What is being asked –
The following data has a line with "-offset_bottom = 69.0" and a line with "-394,4 +431,5 @@". Write out exactly those lines and all the lines between them.

Recorded data –
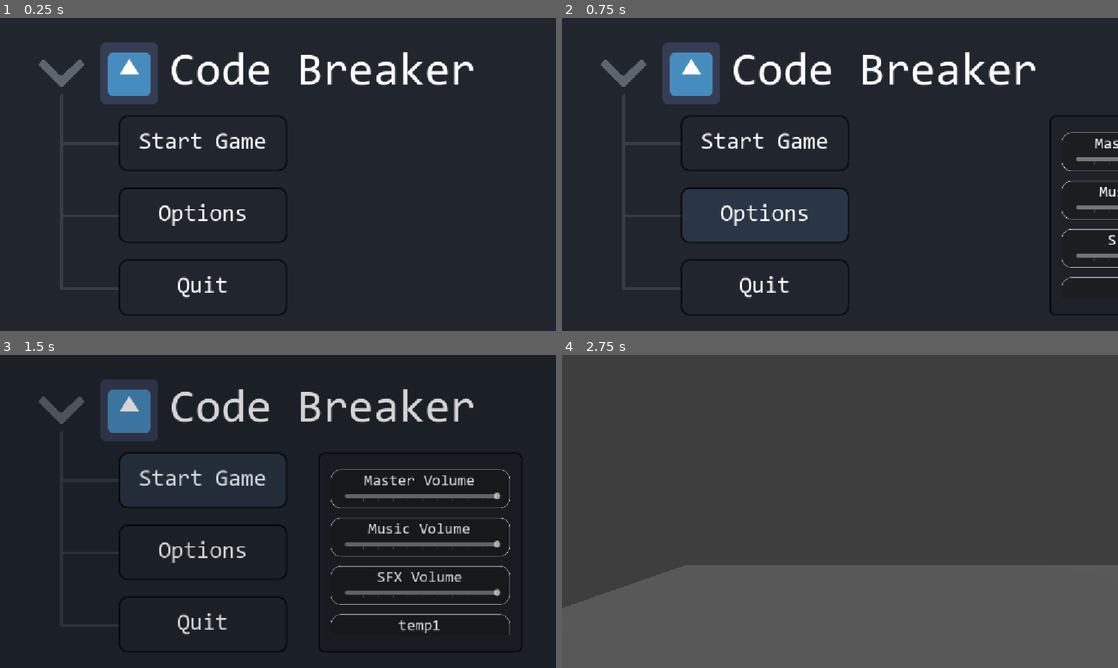
Above: before the commit, frames 1-4 (two rows, left to right).
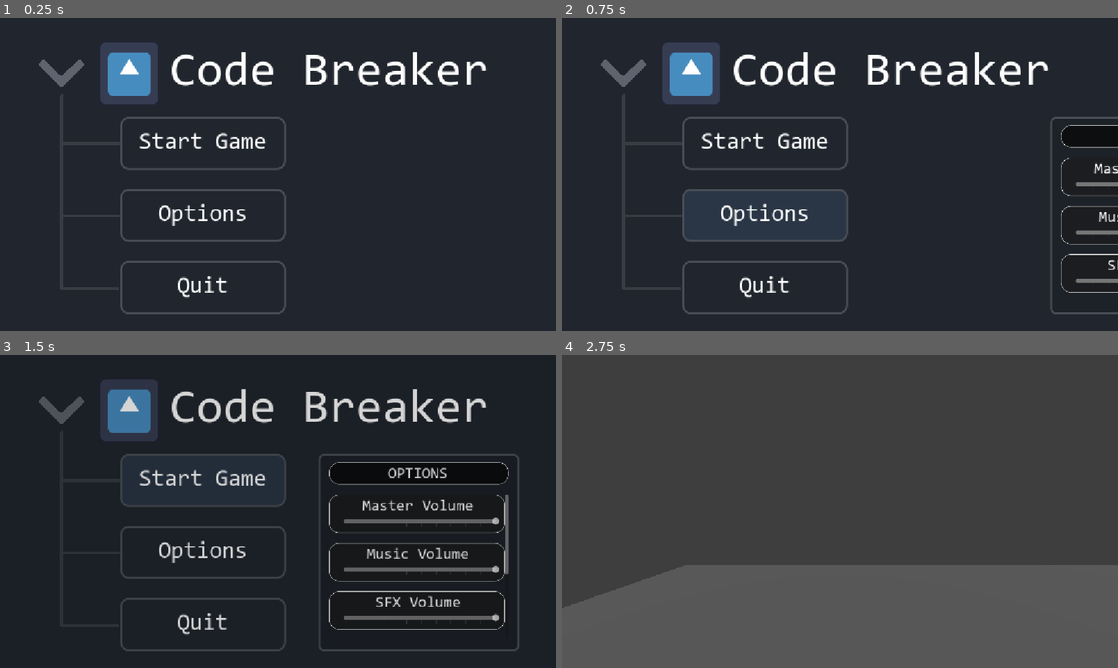
Above: after the commit, the same moments.

Repository: Davidps255/code-breaker
Game: Godot game, scene res://Workspaces/main_menu.tscn
The game is run twice, just before and just after one commit, with the same random seed, the same clock (stepped at 60 frames per second) and the same inputs. The engine's default icon, where the game draws it, is replaced by a stand-in: a white triangle on a blue panel in a dark square. Sound files missing from this copy of the repository are replaced by a short silence.
Inputs:
- Up to frame 1 (0.25 s): no input
- Up to frame 2 (0.75 s): click "Options" at 0.5 s
- Up to frame 3 (1.5 s): click "Start Game" at 1.25 s
- Up to frame 4 (2.75 s): click "Start Game" at 2 s

The runs differ from the first frame. In frame 1, 4.4% of the frame differs, in the area x 21-88%, y 10-95%; in frame 2, 6.5%; in frame 3, 11%, in the area x 21-94%, y 10-95%; in frame 4, nothing differs.

Commit message:
Options fixes
Fixed audio bus not defaulting correctly
Added mouse sensitivity slider

Diff:
--- /dev/null
+++ b/new-game-project/Assets/Scripts/game_manager.gd
@@ -0,0 +1,12 @@
+extends Node
+
+
+var mouse_sensitivty := 0.01
+
+
+func get_mouse_sensitivty() -> float:
+	return mouse_sensitivty
+
+
+func set_mouse_sensitivity(new_sensitivity: float) -> void:
+	mouse_sensitivty = new_sensitivity
--- a/new-game-project/Assets/Scripts/main_menu.gd
+++ b/new-game-project/Assets/Scripts/main_menu.gd
@@ -17,13 +17,13 @@
 		button.pressed.connect(_on_button_pressed)
 
 
-func _on_button_pressed(_hi=0) -> void:
+func _on_button_pressed() -> void:
 	$ButtonSFX.play()
 
 
 func _on_start_button_pressed() -> void:
 	TransitionScreen.transition()
-	fade_volume(1)
+	fade_volume(2)
 	await TransitionScreen.transition_finished
 	get_tree().change_scene_to_packed(start_scene)
 
@@ -38,7 +38,7 @@
 	if $OptionsPanel.position.x < 1150.0:
 		tween.tween_property($OptionsPanel,"position", Vector2(1160, $OptionsPanel.position.y), 0.5)
 	else:
-		tween.tween_property($OptionsPanel, "position", Vector2(663, $OptionsPanel.position.y), 0.5)
+		tween.tween_property($OptionsPanel, "position", Vector2(660, $OptionsPanel.position.y), 0.5)
 
 
 func _on_master_value_changed(value: float) -> void:
@@ -59,3 +59,7 @@
 
 func _on_music_finished() -> void:
 	$Music.play()
+
+
+func _on_mouse_slider_value_changed(value: float) -> void:
+	GameManager.set_mouse_sensitivity((value + 0.1) / 0.5 * 0.01)
--- a/new-game-project/Assets/Scripts/player_body.gd
+++ b/new-game-project/Assets/Scripts/player_body.gd
@@ -2,9 +2,9 @@
 
 const SPEED: float = 5.0
 const JUMP_VELOCITY: float = 4.5
-const MOUSE_SENSITIVITY: float = 0.01
 const MIN_CAMERA_ROTATION: int = -30
 const MAX_CAMERA_ROTATION: int = 60
+var MOUSE_SENSITIVITY: float = GameManager.mouse_sensitivty
 @export var neck: Node3D
 @export var camera: Camera3D
 
--- a/new-game-project/Assets/Scripts/sound_manager.gd
+++ b/new-game-project/Assets/Scripts/sound_manager.gd
@@ -1,6 +1,4 @@
 extends Node
-
-@onready var bus_layout := preload("res://Assets/Audio Bus/bus_layout.tres")
 
 const DEFAULT_VOLUME = 1.0
 
@@ -12,8 +10,6 @@
 
 # Called when the node enters the scene tree for the first time.
 func _ready() -> void:
-	AudioServer.set_bus_layout(bus_layout)
-
 	for bus in volumes.keys():
 		_apply_volume(bus)
 
@@ -24,13 +20,13 @@
 
 
 func set_volume(bus: String, volume: float) -> void:
-	volume = clamp(volume, 0.0, 1.0) # Ensures that volume stays wtihin 0.0 to 1.0
+	volume = clamp(volume, 0.0, 1.0) # Ensures that volume stays within 0.0 to 1.0
 	volumes[bus] = volume # Sets volume
 	_apply_volume(bus)
 
 
 func _apply_volume(bus: String) -> void:
 	var busIdx := AudioServer.get_bus_index(bus)
-	if busIdx == -1: # Bus not found
+	if busIdx == -1: # Bus not found, do not do anything
 		return
 	AudioServer.set_bus_volume_linear(busIdx, volumes[bus])
--- a/new-game-project/Workspaces/main_menu.tscn
+++ b/new-game-project/Workspaces/main_menu.tscn
@@ -5,7 +5,7 @@
 [ext_resource type="PackedScene" uid="uid://cju2xotny3c5u" path="res://Workspaces/Kai.tscn" id="2_1tal6"]
 [ext_resource type="Texture2D" uid="uid://4q335xxs2p" path="res://icon.svg" id="2_iq3f8"]
 [ext_resource type="FontFile" uid="uid://dl38o7c5ra4ce" path="res://Assets/Fonts/Consolas-Regular.ttf" id="5_dkfhe"]
-[ext_resource type="AudioStream" uid="uid://bfucoxidompou" path="res://menu_music.res" id="5_whw48"]
+[ext_resource type="AudioStream" uid="uid://bfucoxidompou" path="res://Assets/Audio/menu_music.res" id="5_whw48"]
 [ext_resource type="AudioStream" uid="uid://8nnigmd824y" path="res://Assets/Audio/jiafei-scream.mp3" id="6_oqwj1"]
 
 [sub_resource type="StyleBoxFlat" id="StyleBoxFlat_0s2xg"]
@@ -13,59 +13,67 @@
 
 [sub_resource type="StyleBoxFlat" id="StyleBoxFlat_j10ko"]
 bg_color = Color(0.12941177, 0.14901961, 0.18039216, 1)
+border_width_left = 4
+border_width_top = 4
+border_width_right = 4
+border_width_bottom = 4
+border_color = Color(0.2856, 0.30554667, 0.34, 1)
 corner_radius_top_left = 16
 corner_radius_top_right = 16
 corner_radius_bottom_right = 16
 corner_radius_bottom_left = 16
 corner_detail = 6
-shadow_color = Color(0, 0, 0, 1)
-shadow_size = 5
 
 [sub_resource type="StyleBoxFlat" id="StyleBoxFlat_wte75"]
 bg_color = Color(0.21568628, 0.30980393, 0.4, 1)
+border_width_left = 4
+border_width_top = 4
+border_width_right = 4
+border_width_bottom = 4
+border_color = Color(0.28627452, 0.30588236, 0.34117648, 1)
 corner_radius_top_left = 16
 corner_radius_top_right = 16
 corner_radius_bottom_right = 16
 corner_radius_bottom_left = 16
 corner_detail = 6
-shadow_color = Color(0, 0, 0, 1)
-shadow_size = 5
 
 [sub_resource type="StyleBoxFlat" id="StyleBoxFlat_tmrb6"]
 bg_color = Color(0.16470589, 0.21176471, 0.27058825, 1)
+border_width_left = 4
+border_width_top = 4
+border_width_right = 4
+border_width_bottom = 4
+border_color = Color(0.28627452, 0.30588236, 0.34117648, 1)
 corner_radius_top_left = 16
 corner_radius_top_right = 16
 corner_radius_bottom_right = 16
 corner_radius_bottom_left = 16
 corner_detail = 6
-shadow_color = Color(0, 0, 0, 1)
-shadow_size = 5
 
 [sub_resource type="StyleBoxFlat" id="StyleBoxFlat_1tal6"]
 bg_color = Color(0.11372549, 0.13333334, 0.16078432, 1)
+border_width_left = 4
+border_width_top = 4
+border_width_right = 4
+border_width_bottom = 4
+border_color = Color(0.28627452, 0.30588236, 0.34117648, 1)
 corner_radius_top_left = 10
 corner_radius_top_right = 10
 corner_radius_bottom_right = 10
 corner_radius_bottom_left = 10
-shadow_color = Color(0, 0, 0, 1)
-shadow_size = 5
-
-[sub_resource type="StyleBoxTexture" id="StyleBoxTexture_dkfhe"]
-
-[sub_resource type="StyleBoxTexture" id="StyleBoxTexture_cbe8i"]
-
-[sub_resource type="StyleBoxTexture" id="StyleBoxTexture_6jry6"]
-
-[sub_resource type="StyleBoxTexture" id="StyleBoxTexture_vfcgc"]
-
-[sub_resource type="StyleBoxTexture" id="StyleBoxTexture_k7yca"]
+
+[sub_resource type="StyleBoxFlat" id="StyleBoxFlat_cbe8i"]
+bg_color = Color(0.0504, 0.05424, 0.06, 1)
+border_width_left = 1
+border_width_top = 1
+border_width_right = 1
+border_width_bottom = 1
+corner_radius_top_left = 20
+corner_radius_top_right = 20
+corner_radius_bottom_right = 20
+corner_radius_bottom_left = 20
 
 [sub_resource type="Theme" id="Theme_g3r6r"]
-VScrollBar/styles/grabber = SubResource("StyleBoxTexture_dkfhe")
-VScrollBar/styles/grabber_highlight = SubResource("StyleBoxTexture_cbe8i")
-VScrollBar/styles/grabber_pressed = SubResource("StyleBoxTexture_6jry6")
-VScrollBar/styles/scroll = SubResource("StyleBoxTexture_vfcgc")
-VScrollBar/styles/scroll_focus = SubResource("StyleBoxTexture_k7yca")
 
 [sub_resource type="StyleBoxFlat" id="StyleBoxFlat_dkfhe"]
 bg_color = Color(0.105882354, 0.11372549, 0.1254902, 1)
@@ -131,8 +139,10 @@
 [node name="TitleLabel" type="Label" parent="HBoxContainer" unique_id=1417340356]
 layout_mode = 2
 theme_override_fonts/font = ExtResource("5_dkfhe")
-theme_override_font_sizes/font_size = 96
+theme_override_font_sizes/font_size = 100
 text = "Code Breaker"
+horizontal_alignment = 1
+vertical_alignment = 1
 
 [node name="Line2D" type="Line2D" parent="." unique_id=642225575]
 points = PackedVector2Array(128, 160, 128, 260, 246, 260, 128, 260, 128, 410, 247, 410, 128, 410, 128, 560, 247, 560)
@@ -210,12 +220,33 @@
 theme_override_styles/panel = SubResource("StyleBoxFlat_1tal6")
 metadata/_edit_group_ = true
 
+[node name="Title" type="Panel" parent="OptionsPanel" unique_id=833030395]
+layout_mode = 0
+offset_left = 22.0
+offset_top = 17.0
+offset_right = 394.0
+offset_bottom = 63.0
+theme_override_styles/panel = SubResource("StyleBoxFlat_cbe8i")
+metadata/_edit_group_ = true
+
+[node name="TitleLabel" type="Label" parent="OptionsPanel/Title" unique_id=948179482]
+layout_mode = 0
+offset_left = -2.0
+offset_top = 2.0
+offset_right = 370.0
+offset_bottom = 49.0
+theme_override_fonts/font = ExtResource("5_dkfhe")
+theme_override_font_sizes/font_size = 32
+text = "OPTIONS"
+horizontal_alignment = 1
+vertical_alignment = 1
+
 [node name="ScrollContainer" type="ScrollContainer" parent="OptionsPanel" unique_id=731635521]
 layout_mode = 0
 offset_left = 22.0
-offset_top = 32.0
+offset_top = 84.0
 offset_right = 394.0
-offset_bottom = 375.0
+offset_bottom = 382.0
 theme = SubResource("Theme_g3r6r")
 
 [node name="VBoxContainer" type="VBoxContainer" parent="OptionsPanel/ScrollContainer" unique_id=1512954128]
@@ -317,25 +348,44 @@
 scrollable = false
 tick_count = 11
 
-[node name="SFXPanel2" type="Panel" parent="OptionsPanel/ScrollContainer/VBoxContainer" unique_id=1324431827]
+[node name="ControlsPanel" type="Panel" parent="OptionsPanel/ScrollContainer/VBoxContainer" unique_id=1324431827]
+custom_minimum_size = Vector2(0, 50)
+layout_mode = 2
+theme_override_styles/panel = SubResource("StyleBoxFlat_cbe8i")
+metadata/_edit_group_ = true
+
+[node name="KeybindsLabel" type="Label" parent="OptionsPanel/ScrollContainer/VBoxContainer/ControlsPanel" unique_id=1768090318]
+layout_mode = 0
+offset_left = -2.0
+offset_top = 2.0
+offset_right = 370.0
+offset_bottom = 49.0
+theme_override_fonts/font = ExtResource("5_dkfhe")
+theme_override_font_sizes/font_size = 32
+text = "Control Settings"
+horizontal_alignment = 1
+vertical_alignment = 1
+uppercase = true
+
+[node name="MousePanel" type="Panel" parent="OptionsPanel/ScrollContainer/VBoxContainer" unique_id=759229324]
 custom_minimum_size = Vector2(0, 80)
 layout_mode = 2
 theme_override_styles/panel = SubResource("StyleBoxFlat_dkfhe")
 metadata/_edit_group_ = true
 
-[node name="MusicLabel" type="Label" parent="OptionsPanel/ScrollContainer/VBoxContainer/SFXPanel2" unique_id=1768090318]
-layout_mode = 0
-offset_left = -2.0
-offset_top = 2.0
-offset_right = 370.0
-offset_bottom = 49.0
-theme_override_fonts/font = ExtResource("5_dkfhe")
-theme_override_font_sizes/font_size = 32
-text = "temp1"
-horizontal_alignment = 1
-vertical_alignment = 1
-
-[node name="SFXSlider" type="HSlider" parent="OptionsPanel/ScrollContainer/VBoxContainer/SFXPanel2" unique_id=349990642 groups=["Slider"]]
+[node name="MouseLabel" type="Label" parent="OptionsPanel/ScrollContainer/VBoxContainer/MousePanel" unique_id=463614011]
+layout_mode = 0
+offset_left = -2.0
+offset_top = 2.0
+offset_right = 370.0
+offset_bottom = 49.0
+theme_override_fonts/font = ExtResource("5_dkfhe")
+theme_override_font_sizes/font_size = 32
+text = "Mouse Sensitivity"
+horizontal_alignment = 1
+vertical_alignment = 1
+
+[node name="MouseSlider" type="HSlider" parent="OptionsPanel/ScrollContainer/VBoxContainer/MousePanel" unique_id=1084490879 groups=["Slider"]]
 layout_mode = 0
 offset_left = 30.0
 offset_top = 42.0
@@ -344,40 +394,27 @@
 mouse_filter = 1
 max_value = 1.0
 step = 0.1
-value = 1.0
+value = 0.5
 scrollable = false
 tick_count = 11
 
-[node name="SFXPanel3" type="Panel" parent="OptionsPanel/ScrollContainer/VBoxContainer" unique_id=759229324]
+[node name="KeybindPanel" type="Panel" parent="OptionsPanel/ScrollContainer/VBoxContainer" unique_id=406150604]
 custom_minimum_size = Vector2(0, 80)
 layout_mode = 2
 theme_override_styles/panel = SubResource("StyleBoxFlat_dkfhe")
 metadata/_edit_group_ = true
 
-[node name="MusicLabel" type="Label" parent="OptionsPanel/ScrollContainer/VBoxContainer/SFXPanel3" unique_id=463614011]
-layout_mode = 0
-offset_left = -2.0
-offset_top = 2.0
-offset_right = 370.0
-offset_bottom = 49.0
-theme_override_fonts/font = ExtResource("5_dkfhe")
-theme_override_font_sizes/font_size = 32
-text = "temp2"
-horizontal_alignment = 1
-vertical_alignment = 1
-
-[node name="SFXSlider" type="HSlider" parent="OptionsPanel/ScrollContainer/VBoxContainer/SFXPanel3" unique_id=1084490879 groups=["Slider"]]
-layout_mode = 0
-offset_left = 30.0
-offset_top = 42.0
-offset_right = 353.0
-offset_bottom = 69.0
-mouse_filter = 1
-max_value = 1.0
-step = 0.1
-value = 1.0
-scrollable = false
-tick_count = 11
+[node name="KeybindLabel" type="Label" parent="OptionsPanel/ScrollContainer/VBoxContainer/KeybindPanel" unique_id=835190499]
+layout_mode = 0
+offset_left = -2.0
+offset_top = 2.0
+offset_right = 370.0
+offset_bottom = 49.0
+theme_override_fonts/font = ExtResource("5_dkfhe")
+theme_override_font_sizes/font_size = 32
+text = "temp"
+horizontal_alignment = 1
+vertical_alignment = 1
 
 [node name="Music" type="AudioStreamPlayer" parent="." unique_id=323984362]
 stream = ExtResource("5_whw48")
@@ -394,4 +431,5 @@
 [connection signal="value_changed" from="OptionsPanel/ScrollContainer/VBoxContainer/MasterPanel/MasterSlider" to="." method="_on_master_value_changed"]
 [connection signal="value_changed" from="OptionsPanel/ScrollContainer/VBoxContainer/MusicPanel/MusicSlider" to="." method="_on_music_slider_value_changed"]
 [connection signal="value_changed" from="OptionsPanel/ScrollContainer/VBoxContainer/SFXPanel/SFXSlider" to="." method="_on_sfx_slider_value_changed"]
+[connection signal="value_changed" from="OptionsPanel/ScrollContainer/VBoxContainer/MousePanel/MouseSlider" to="." method="_on_mouse_slider_value_changed"]
 [connection signal="finished" from="Music" to="." method="_on_music_finished"]
--- a/new-game-project/project.godot
+++ b/new-game-project/project.godot
@@ -19,10 +19,15 @@
 config/features=PackedStringArray("4.6", "Forward Plus")
 config/icon="res://icon.svg"
 
+[audio]
+
+buses/default_bus_layout="uid://cg78sxeh3hdbr"
+
 [autoload]
 
 SoundManager="*uid://b717ipdt1c28r"
 TransitionScreen="*uid://c265iwx78kw7k"
+GameManager="*uid://b4ao4y03l1aw8"
 
 [display]
 
Renamed: new-game-project/menu_music.res -> new-game-project/Assets/Audio/menu_music.res
Not shown, added: new-game-project/Assets/Scripts/game_manager.gd.uid

Written answer –
-offset_bottom = 69.0
-mouse_filter = 1
-max_value = 1.0
-step = 0.1
-value = 1.0
-scrollable = false
-tick_count = 11
+[node name="KeybindLabel" type="Label" parent="OptionsPanel/ScrollContainer/VBoxContainer/KeybindPanel" unique_id=835190499]
+layout_mode = 0
+offset_left = -2.0
+offset_top = 2.0
+offset_right = 370.0
+offset_bottom = 49.0
+theme_override_fonts/font = ExtResource("5_dkfhe")
+theme_override_font_sizes/font_size = 32
+text = "temp"
+horizontal_alignment = 1
+vertical_alignment = 1
 
 [node name="Music" type="AudioStreamPlayer" parent="." unique_id=323984362]
 stream = ExtResource("5_whw48")
@@ -394,4 +431,5 @@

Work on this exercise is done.